Eine energieeffiziente Zukunft ist mit hohen Anforderungen an das Planen und Bauen sowie an die Architektur verbunden. „Deshalb ist Fachpersonal notwendig“, so Mathias Hanke, stellvertretender Vorstand der QG WDS. „Die Praxis zeigt gerade hier die Problematik: Verarbeitung von Wärmedämmverbundsystemen wird als einfach wahrgenommen, ist aber hochkomplex. Daher ist Wissen wichtig.“

 

Missachtet werde immer wieder der direkte Kontakt zwischen Planer und Systemhalter. Selbst wenn es sich bei Wärmedämmung um ein Massenprodukt handle, seien individuelle Lösungen möglich, so Clemens Hecht, Sprecher der QG WDS. Dabei gehe es nicht nur um die Optik von Gebäuden, sondern auch um bautechnische Lösungen, z.B. im Anschlussbereich von WDVS. „Lösungen werden meist im Dialog gefunden.“

 

Das Hinzuziehen von Experten, wie z.B. eines zertifizierten Fachverarbeiters für WDVS, spart laut Hecht und Hanke Kosten, Zeit und Nerven. Die meisten Bauschäden entstehen aufgrund unsachgemäßer Verarbeitung. Die QG WDS bietet in Kooperation mit Österreichs BAUakademien seit 2008 Schulungen zum zertifizierten Fachverarbeiter an.
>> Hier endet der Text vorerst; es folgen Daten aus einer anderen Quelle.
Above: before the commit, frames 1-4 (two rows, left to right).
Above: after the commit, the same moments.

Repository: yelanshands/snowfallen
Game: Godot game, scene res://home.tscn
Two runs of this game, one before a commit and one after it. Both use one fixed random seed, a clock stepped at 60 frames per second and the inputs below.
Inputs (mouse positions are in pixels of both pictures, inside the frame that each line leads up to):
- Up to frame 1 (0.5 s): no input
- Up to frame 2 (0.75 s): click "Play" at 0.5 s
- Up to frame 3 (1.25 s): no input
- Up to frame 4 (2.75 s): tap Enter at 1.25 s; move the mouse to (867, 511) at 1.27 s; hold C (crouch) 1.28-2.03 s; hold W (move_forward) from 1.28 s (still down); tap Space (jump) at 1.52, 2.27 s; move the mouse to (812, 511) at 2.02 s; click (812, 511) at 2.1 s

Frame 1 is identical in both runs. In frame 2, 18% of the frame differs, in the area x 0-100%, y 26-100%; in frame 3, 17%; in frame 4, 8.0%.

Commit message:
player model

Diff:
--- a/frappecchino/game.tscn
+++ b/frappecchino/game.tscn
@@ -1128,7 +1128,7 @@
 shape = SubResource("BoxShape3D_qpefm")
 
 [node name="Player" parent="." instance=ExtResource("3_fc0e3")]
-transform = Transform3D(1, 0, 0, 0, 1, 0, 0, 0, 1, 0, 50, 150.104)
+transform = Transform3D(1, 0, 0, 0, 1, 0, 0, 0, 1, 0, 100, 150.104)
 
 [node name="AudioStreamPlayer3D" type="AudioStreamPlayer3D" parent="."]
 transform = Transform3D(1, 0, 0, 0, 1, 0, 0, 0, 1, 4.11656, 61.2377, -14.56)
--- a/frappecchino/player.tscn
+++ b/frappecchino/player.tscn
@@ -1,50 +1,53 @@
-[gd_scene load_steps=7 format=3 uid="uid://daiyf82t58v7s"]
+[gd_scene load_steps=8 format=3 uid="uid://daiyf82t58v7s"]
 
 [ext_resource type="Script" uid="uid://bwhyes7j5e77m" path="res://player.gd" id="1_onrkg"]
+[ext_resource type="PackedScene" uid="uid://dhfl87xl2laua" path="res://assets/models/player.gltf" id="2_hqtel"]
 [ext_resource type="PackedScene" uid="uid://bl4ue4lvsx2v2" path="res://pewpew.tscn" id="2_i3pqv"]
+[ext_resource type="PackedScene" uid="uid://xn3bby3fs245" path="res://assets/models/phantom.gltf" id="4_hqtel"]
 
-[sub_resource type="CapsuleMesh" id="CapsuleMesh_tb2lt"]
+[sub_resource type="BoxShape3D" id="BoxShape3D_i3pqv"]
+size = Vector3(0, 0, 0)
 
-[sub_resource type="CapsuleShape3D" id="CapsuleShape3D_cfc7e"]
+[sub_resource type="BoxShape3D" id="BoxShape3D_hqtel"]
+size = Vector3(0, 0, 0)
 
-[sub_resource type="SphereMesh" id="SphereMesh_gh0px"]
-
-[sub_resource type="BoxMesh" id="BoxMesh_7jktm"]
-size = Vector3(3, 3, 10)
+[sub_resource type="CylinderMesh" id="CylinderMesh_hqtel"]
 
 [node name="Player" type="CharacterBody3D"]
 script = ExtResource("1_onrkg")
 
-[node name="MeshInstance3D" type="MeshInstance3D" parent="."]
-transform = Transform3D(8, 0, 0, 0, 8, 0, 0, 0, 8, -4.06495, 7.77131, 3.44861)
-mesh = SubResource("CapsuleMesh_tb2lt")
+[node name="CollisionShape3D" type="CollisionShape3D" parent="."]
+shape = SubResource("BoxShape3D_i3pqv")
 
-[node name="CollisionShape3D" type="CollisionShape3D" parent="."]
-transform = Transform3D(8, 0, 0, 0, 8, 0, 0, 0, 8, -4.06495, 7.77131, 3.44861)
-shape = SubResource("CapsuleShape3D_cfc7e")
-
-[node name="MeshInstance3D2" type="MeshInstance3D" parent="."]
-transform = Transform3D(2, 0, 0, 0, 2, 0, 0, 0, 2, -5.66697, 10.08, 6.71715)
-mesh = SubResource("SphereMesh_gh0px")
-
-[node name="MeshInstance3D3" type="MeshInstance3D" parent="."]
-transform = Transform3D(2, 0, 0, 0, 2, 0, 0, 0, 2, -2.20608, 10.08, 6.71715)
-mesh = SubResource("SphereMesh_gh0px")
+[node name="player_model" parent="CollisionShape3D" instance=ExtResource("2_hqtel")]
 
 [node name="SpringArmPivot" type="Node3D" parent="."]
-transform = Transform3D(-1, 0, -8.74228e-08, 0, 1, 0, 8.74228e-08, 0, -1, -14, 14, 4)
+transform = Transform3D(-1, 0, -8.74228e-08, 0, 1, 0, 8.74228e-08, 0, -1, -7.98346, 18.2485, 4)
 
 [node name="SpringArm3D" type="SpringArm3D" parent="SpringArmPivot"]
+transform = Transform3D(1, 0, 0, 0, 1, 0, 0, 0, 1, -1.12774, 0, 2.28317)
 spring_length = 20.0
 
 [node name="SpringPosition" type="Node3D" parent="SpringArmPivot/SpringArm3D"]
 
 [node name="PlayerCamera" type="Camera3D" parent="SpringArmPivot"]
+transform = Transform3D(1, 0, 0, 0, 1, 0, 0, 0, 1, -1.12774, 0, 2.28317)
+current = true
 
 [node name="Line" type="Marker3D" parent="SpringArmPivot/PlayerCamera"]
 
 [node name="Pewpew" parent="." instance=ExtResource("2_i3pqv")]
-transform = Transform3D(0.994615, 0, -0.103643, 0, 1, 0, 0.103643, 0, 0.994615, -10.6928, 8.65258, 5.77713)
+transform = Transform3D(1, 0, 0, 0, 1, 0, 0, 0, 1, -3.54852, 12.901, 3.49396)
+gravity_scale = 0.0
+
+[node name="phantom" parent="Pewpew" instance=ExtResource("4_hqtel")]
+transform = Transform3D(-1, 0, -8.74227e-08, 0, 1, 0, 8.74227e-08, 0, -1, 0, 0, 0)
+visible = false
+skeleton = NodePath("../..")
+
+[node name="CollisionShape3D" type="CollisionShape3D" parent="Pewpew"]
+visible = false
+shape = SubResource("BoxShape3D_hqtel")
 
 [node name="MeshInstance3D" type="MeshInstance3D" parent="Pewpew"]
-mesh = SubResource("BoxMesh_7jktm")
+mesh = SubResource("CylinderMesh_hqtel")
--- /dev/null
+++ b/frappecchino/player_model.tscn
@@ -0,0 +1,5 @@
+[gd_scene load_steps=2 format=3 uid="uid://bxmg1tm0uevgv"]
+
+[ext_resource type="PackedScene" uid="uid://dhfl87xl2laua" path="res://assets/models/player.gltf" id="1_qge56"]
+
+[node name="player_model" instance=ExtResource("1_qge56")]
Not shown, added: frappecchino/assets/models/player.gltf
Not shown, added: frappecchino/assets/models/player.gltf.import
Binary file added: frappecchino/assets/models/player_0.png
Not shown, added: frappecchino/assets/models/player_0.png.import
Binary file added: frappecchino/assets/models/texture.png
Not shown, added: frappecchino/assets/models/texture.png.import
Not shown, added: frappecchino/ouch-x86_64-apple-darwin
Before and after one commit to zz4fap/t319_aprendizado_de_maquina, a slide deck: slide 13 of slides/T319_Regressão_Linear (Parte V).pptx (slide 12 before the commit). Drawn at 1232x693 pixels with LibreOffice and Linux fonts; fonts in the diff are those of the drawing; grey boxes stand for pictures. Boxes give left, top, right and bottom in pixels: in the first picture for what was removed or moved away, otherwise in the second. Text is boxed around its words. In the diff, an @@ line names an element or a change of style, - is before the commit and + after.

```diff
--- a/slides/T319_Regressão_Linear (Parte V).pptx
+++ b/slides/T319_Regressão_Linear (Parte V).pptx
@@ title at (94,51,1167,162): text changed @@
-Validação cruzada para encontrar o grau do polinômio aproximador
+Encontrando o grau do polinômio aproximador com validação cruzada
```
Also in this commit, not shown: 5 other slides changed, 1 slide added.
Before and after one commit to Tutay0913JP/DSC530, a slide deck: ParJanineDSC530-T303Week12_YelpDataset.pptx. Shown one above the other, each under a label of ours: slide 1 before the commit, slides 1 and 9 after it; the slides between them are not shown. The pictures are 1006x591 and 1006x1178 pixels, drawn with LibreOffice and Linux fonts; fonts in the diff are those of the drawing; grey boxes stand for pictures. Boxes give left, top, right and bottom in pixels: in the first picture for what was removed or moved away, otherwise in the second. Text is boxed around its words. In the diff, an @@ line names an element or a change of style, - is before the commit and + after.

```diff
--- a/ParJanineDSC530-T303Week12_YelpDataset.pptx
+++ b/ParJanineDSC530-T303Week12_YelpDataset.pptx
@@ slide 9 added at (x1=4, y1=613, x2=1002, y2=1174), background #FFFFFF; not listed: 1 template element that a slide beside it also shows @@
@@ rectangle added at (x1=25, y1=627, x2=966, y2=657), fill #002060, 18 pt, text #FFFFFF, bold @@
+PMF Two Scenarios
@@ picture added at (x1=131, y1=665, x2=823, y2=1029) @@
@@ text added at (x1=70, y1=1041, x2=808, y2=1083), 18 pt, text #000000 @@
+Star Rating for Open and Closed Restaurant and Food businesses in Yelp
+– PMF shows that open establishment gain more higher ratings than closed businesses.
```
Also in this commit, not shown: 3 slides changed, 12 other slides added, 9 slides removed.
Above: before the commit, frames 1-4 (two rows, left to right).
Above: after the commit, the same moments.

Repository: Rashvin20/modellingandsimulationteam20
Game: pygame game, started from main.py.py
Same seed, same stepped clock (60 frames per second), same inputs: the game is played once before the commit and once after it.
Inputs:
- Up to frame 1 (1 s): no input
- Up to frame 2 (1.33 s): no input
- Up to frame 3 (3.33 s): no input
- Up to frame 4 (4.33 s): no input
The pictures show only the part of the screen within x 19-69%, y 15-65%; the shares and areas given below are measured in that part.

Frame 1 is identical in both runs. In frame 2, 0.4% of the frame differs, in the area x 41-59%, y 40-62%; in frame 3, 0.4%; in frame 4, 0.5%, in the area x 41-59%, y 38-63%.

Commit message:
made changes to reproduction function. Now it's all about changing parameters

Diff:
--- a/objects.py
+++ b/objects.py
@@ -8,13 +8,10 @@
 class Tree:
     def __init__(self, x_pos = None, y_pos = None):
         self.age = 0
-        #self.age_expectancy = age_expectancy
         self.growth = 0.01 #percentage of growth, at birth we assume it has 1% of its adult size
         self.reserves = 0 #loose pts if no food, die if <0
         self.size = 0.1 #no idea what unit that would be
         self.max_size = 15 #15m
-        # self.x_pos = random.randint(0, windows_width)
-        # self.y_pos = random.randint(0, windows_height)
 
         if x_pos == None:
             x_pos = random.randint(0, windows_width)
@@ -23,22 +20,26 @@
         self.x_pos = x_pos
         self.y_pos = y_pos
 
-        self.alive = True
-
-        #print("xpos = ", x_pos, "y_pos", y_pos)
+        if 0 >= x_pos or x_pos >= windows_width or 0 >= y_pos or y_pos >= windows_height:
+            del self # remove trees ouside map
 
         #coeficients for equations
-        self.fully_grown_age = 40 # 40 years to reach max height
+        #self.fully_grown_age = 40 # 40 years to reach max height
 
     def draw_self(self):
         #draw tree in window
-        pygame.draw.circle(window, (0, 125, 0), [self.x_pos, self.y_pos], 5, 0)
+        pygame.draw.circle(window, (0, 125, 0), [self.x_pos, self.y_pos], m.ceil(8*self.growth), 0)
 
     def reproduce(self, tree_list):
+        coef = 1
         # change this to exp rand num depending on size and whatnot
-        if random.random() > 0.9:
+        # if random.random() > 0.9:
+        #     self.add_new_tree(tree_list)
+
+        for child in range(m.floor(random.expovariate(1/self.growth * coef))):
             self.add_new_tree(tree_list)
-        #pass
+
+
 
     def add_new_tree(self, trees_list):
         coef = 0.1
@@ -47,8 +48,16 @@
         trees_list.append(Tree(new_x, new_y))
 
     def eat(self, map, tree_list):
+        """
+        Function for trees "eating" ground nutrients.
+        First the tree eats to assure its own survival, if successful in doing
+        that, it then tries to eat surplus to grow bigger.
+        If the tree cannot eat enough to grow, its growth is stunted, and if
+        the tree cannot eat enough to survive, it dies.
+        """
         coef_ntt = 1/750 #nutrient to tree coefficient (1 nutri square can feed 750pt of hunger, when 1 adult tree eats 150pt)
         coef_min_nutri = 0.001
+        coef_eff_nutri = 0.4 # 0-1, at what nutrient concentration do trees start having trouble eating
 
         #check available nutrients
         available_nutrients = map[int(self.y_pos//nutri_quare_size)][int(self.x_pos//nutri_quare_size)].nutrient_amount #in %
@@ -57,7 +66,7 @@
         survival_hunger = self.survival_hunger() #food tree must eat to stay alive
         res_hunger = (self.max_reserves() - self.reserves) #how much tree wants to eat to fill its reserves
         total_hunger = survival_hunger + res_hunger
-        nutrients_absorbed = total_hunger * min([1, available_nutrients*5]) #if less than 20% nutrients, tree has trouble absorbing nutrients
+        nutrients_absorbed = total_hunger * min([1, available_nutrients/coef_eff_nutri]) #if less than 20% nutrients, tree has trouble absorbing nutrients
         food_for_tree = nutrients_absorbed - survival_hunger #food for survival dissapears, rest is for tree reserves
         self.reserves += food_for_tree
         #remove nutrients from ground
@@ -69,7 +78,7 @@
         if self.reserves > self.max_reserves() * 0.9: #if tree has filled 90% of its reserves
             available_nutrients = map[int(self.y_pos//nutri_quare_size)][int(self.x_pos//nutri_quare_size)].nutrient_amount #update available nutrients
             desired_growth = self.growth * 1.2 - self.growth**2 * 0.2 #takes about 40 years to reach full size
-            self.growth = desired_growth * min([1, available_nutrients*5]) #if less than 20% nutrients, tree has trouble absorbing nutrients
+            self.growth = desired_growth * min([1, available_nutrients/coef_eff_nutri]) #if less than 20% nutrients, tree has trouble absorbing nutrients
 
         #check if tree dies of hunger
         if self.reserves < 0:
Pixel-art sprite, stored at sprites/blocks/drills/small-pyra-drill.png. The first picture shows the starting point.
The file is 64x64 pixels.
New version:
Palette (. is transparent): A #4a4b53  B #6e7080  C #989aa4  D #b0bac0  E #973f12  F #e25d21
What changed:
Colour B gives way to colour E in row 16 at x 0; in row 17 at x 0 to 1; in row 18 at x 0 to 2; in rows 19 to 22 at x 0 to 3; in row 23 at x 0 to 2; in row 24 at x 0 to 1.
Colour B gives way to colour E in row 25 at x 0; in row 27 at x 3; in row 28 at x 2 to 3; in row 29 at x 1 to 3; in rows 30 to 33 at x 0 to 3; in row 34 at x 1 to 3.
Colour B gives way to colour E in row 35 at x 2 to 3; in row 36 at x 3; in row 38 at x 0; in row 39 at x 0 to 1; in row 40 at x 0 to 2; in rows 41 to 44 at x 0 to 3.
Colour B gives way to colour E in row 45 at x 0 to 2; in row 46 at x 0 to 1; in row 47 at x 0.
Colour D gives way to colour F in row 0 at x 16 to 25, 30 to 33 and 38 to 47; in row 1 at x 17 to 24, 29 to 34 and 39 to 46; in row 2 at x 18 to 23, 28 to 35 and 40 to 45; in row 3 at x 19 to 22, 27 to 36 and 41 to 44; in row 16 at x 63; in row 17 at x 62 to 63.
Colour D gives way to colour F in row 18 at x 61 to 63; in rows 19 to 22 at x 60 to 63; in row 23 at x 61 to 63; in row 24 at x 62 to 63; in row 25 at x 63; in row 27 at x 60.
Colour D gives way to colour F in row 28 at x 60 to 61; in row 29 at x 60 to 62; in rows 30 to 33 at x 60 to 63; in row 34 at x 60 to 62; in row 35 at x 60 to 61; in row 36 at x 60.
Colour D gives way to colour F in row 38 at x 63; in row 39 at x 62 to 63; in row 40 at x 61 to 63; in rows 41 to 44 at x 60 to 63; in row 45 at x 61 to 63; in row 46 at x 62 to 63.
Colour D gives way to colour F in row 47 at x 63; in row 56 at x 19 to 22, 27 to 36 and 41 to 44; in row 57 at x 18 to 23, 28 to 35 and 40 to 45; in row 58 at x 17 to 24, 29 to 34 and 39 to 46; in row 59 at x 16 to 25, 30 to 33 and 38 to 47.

Auch wenn die Zahl der Kursteilnehmer steigt, äußerte Hanke den Wunsch: „Wir benötigen dringend mehr Nachfrage von Seiten der Auftraggeber, privat und öffentlich.“ In Kürze wird eine Online-Datenbank verfügbar sein, die die österreichischen Betriebe mit geschulten Handwerkern umfasst.

 

Die vermeintliche Übervorteilung von Nutzern durch die Industrie komme vielfach daher, so Hecht, weil oft pauschale Aussagen getroffen würden − dies müsse kritisch betrachtet werden. Äußern sich Bewohner sanierter und gedämmter Gebäude zu fehlender Kostenersparnis, können Gründe dafür falsch gesetzte Maßnahmen und falsche Versprechungen sein. Hier hilft eine kompetente Planung im Vorfeld. „Berichte über Gebäude mit einer Bestätigung des geplanten positiven Effektes sind eben nicht reißerisch“, interpretiert Hecht und verweist dafür auf die gekürten Objekte des Ethouse Awards.

 

Hintergrund der Jahreskampagne bildet der Ethouse Award, der von der QG WDS jährlich ausgeschrieben und 2014 zum siebten Mal vergeben wird. Der Architekturpreis prämiert Sanierungsprojekte, die den Energieverbrauch optimiert haben und sich durch eine gute Gestaltung auszeichnen. Damit dem Architekturwettbewerb mehr Aufmerksamkeit zukommt, wurde die mystische Zahl sieben herangezogen, da sich um Wärmedämmung viele Mythen ranken. Die QG WDS stellt mit je 7 Dämm-Tugenden und Dämm-Mythen (oder Sünden) dar, was in Medien kursiert und die Wahrnehmung von Wärmedämmung beeinflusst. Diese sind online abrufbar.